Getting F-ing HUGE!!! 

Ok scull crushers tricep press with 45lb strait bar and 45's and 5's last set - so what's that... 145lbs for 3 reps. But unfortunately my elbow is saying stop so only high rep for a while. Scull crushers are bringing the bar to your forehand then pressing up. 

Preacher bench for strict bicep contraction I did 110 for 2 reps my last set. Preacher bench is where you sit and hang your arms over the declined bench/pad. 

Those are both pretty big lifts for a lean guy like me. Maybe not for some of you monsters. I'm currently on vacation and just went to the gym. That's unheard of for me. I always take a break on vacation.

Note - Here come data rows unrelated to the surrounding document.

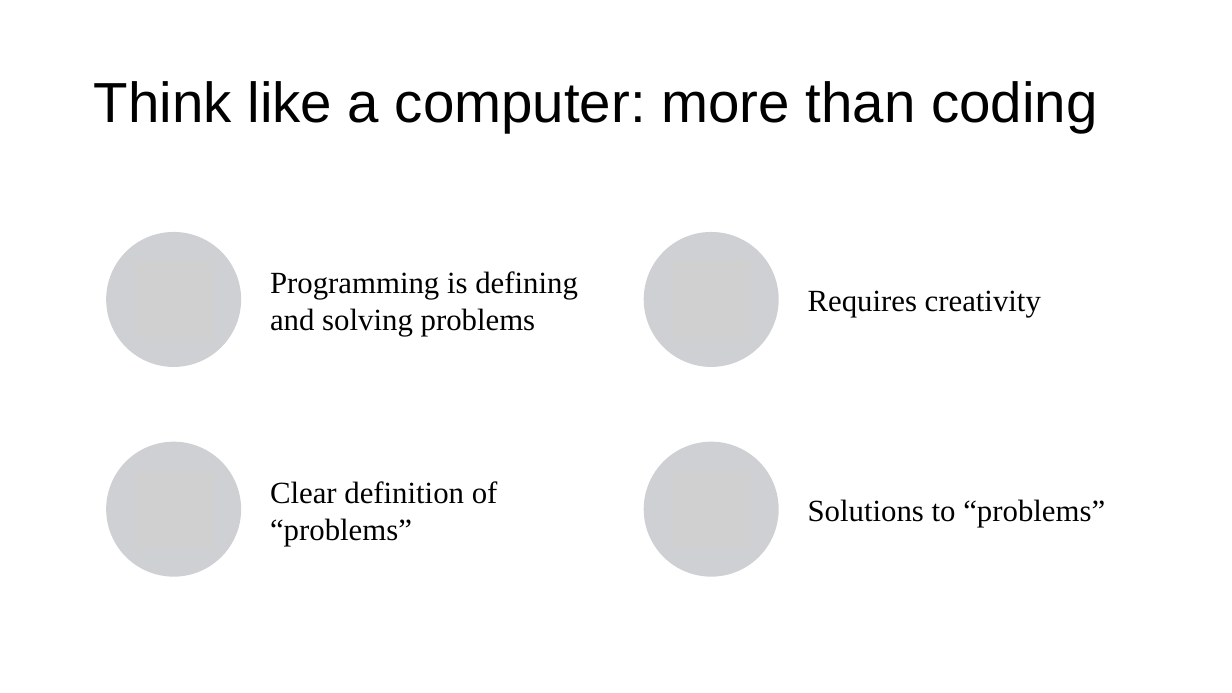
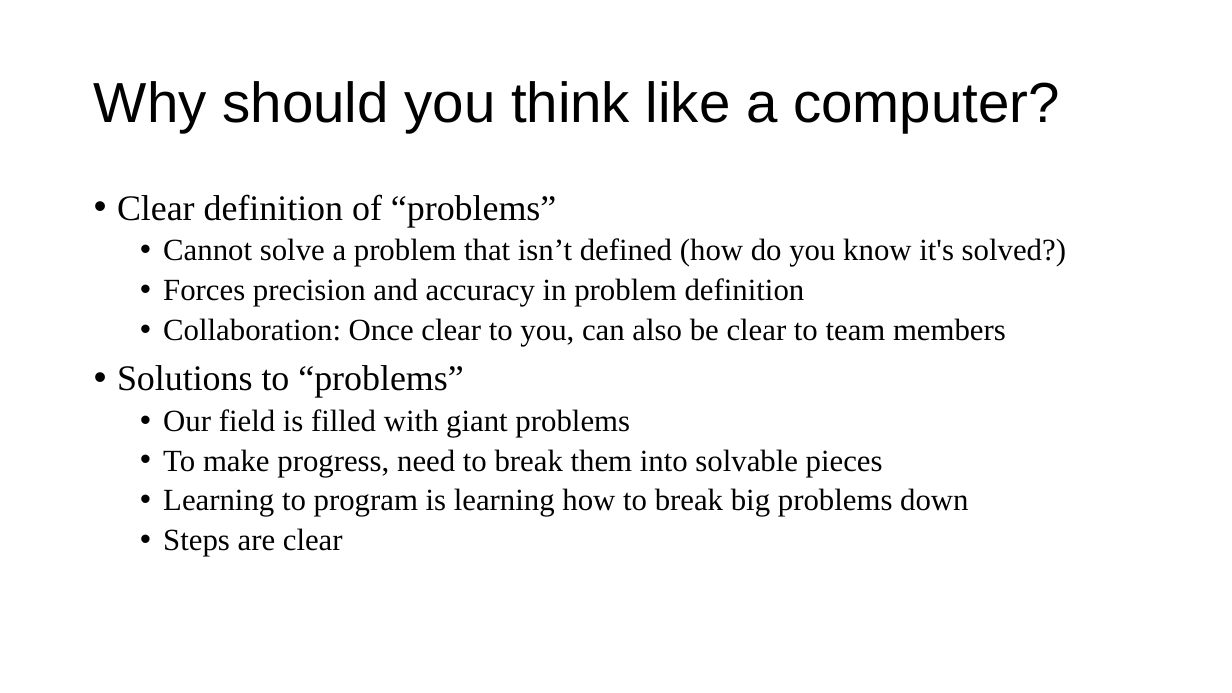
Before and after one commit to a5creel/intro_to_programming, a slide deck: slide 13 of lecture_material/1_think_like_computer.pptx. Drawn at 1232x693 pixels with LibreOffice and Linux fonts; fonts in the diff are those of the drawing; grey boxes stand for pictures. Boxes give left, top, right and bottom in pixels: in the first picture for what was removed or moved away, otherwise in the second. Text is boxed around its words. In the diff, an @@ line names an element or a change of style, - is before the commit and + after.

```diff
--- a/lecture_material/1_think_like_computer.pptx
+++ b/lecture_material/1_think_like_computer.pptx
@@ title at box(94, 81, 1060, 132): text changed @@
-Think like a computer: more than coding
+Why should you think like a computer?
@@ text added at box(117, 194, 1066, 556), 24 pt, text #000000 @@
+• Clear definition of “problems”
+  • Cannot solve a problem that isn’t defined (how do you know it's solved?)
+  • Forces precision and accuracy in problem definition
+  • Collaboration: Once clear to you, can also be clear to team members
+• Solutions to “problems”
+  • Our field is filled with giant problems
+  • To make progress, need to break them into solvable pieces
+  • Learning to program is learning how to break big problems down
+  • Steps are clear
@@ group removed at box(106, 232, 1105, 577): 4 ellipses, 4 pictures, 4 texts @@
-Programming is defining and solving problems
-Requires creativity
-Clear definition of “problems”
-Solutions to “problems”
```
Also in this commit, not shown: 12 other slides changed, 4 other files.
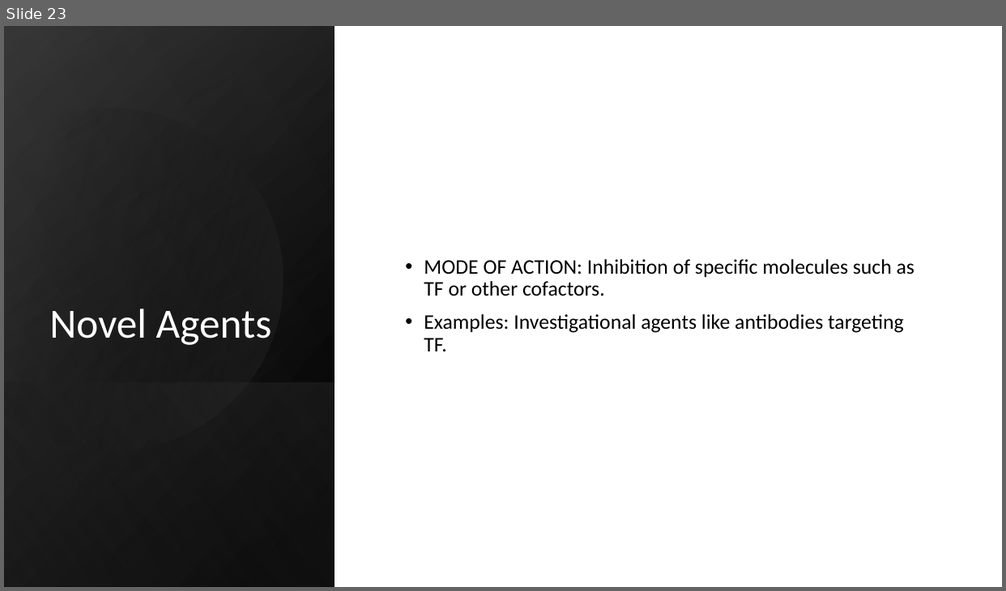
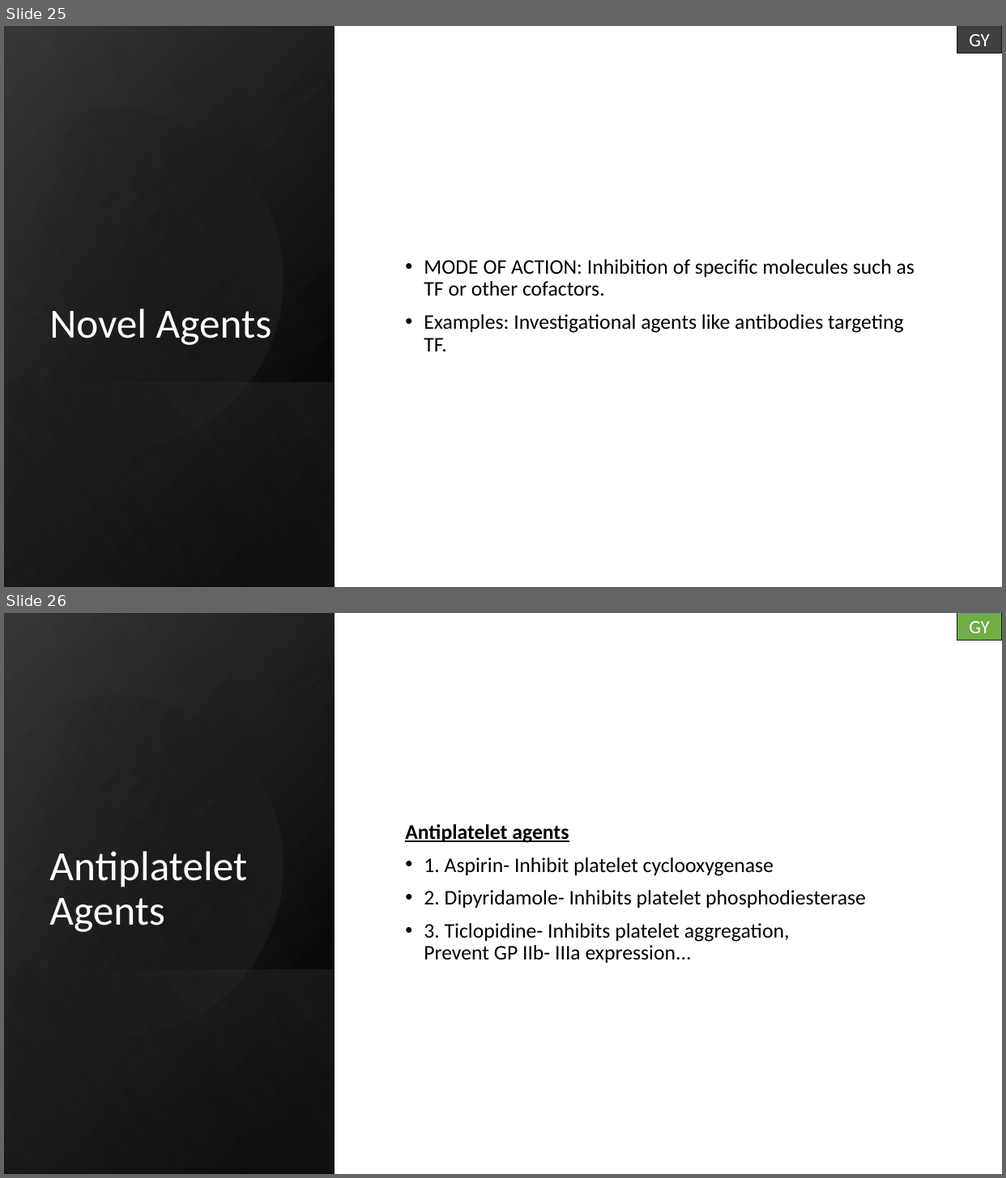
Before and after one commit to RubixStars/RubixTeam, a slide deck: seminar.pptx. Shown one above the other, each under a label of ours: slide 23 before the commit, slides 25 and 26 after it. The pictures are 1006x591 and 1006x1178 pixels, drawn with LibreOffice and Linux fonts; fonts in the diff are those of the drawing. Boxes give left, top, right and bottom in pixels: in the first picture for what was removed or moved away, otherwise in the second. Text is boxed around its words. In the diff, an @@ line names an element or a change of style, - is before the commit and + after.

```diff
--- a/seminar.pptx
+++ b/seminar.pptx
@@ slide 26 added at bbox=[4, 613, 1002, 1174], background #FFFFFF @@
@@ rectangle added at bbox=[4, 613, 1002, 1174], fill #FFFFFF @@
@@ rectangle added at bbox=[4, 613, 335, 1174], fill gradient #000000 to #2F2F2F @@
@@ rectangle added at bbox=[4, 614, 335, 1174], fill gradient #000000 to #3F3F3F @@
@@ rectangle added at bbox=[4, 613, 335, 1174], fill gradient #000000 to #8C8C8C @@
@@ rectangle added at bbox=[957, 613, 1002, 641], fill #70AD47, outline #1C1C1C 1 pt, 18 pt, text #FFFFFF @@
+GY
@@ freeform shape added at bbox=[4, 655, 324, 1072], fill gradient #000000 to #3F3F3F @@
@@ text added at bbox=[405, 824, 866, 963], 20 pt, text #000000 @@
+Antiplatelet agents
+• 1. Aspirin- Inhibit platelet cyclooxygenase
+• 2. Dipyridamole- Inhibits platelet phosphodiesterase
+• 3. Ticlopidine- Inhibits platelet aggregation,
+  Prevent GP IIb- IIIa expression...
@@ title added at bbox=[49, 851, 247, 932], 40 pt, text #FFFFFF @@
+Antiplatelet Agents
@@ rectangle added at bbox=[4, 969, 335, 1174], fill gradient #3F3F3F to #000000 @@
@@ what was slide 23 is now slide 25 @@
@@ slide 25 changed as well @@
@@ rectangle added at bbox=[957, 26, 1002, 54], fill #3F3F3F, outline #1C1C1C 1 pt, 18 pt, text #FFFFFF @@
+GY
```
Also in this commit, not shown: 21 other slides changed, 4 other slides added, 2 slides removed.

So the forum motivation is working!


----------



## anewguy (Apr 7, 2014)

I don't know about you guys but I will NEVER post a video of myself to this (or any other similar) website.


----------



## ECKSRATED (Apr 7, 2014)

anewguy said:


> I don't know about you guys but I will NEVER post a video of myself to this (or any other similar) website.



Whys that????


----------



## anewguy (Apr 7, 2014)

ECKSRATED said:


> Whys that????



Call me paranoid but this forum is viewable by anyone.


----------



## JOMO (Apr 7, 2014)

Go full Gimp and put a mask on.


----------



## DarksideSix (Apr 7, 2014)

I'm getting too fuking old to be maxing out with this shit.  I personally don't care how much weight I can bench or squat anymore, I just wanna look good with my shirt off.  If you wanna have a 6-pack competition then come holla at me.


----------



## DocDePanda187123 (Apr 7, 2014)

DarksideSix said:


> I'm getting too fuking old to be maxing out with this shit.  I personally don't care how much weight I can bench or squat anymore, I just wanna look good with my shirt off.  If you wanna have a 6-pack competition then come holla at me.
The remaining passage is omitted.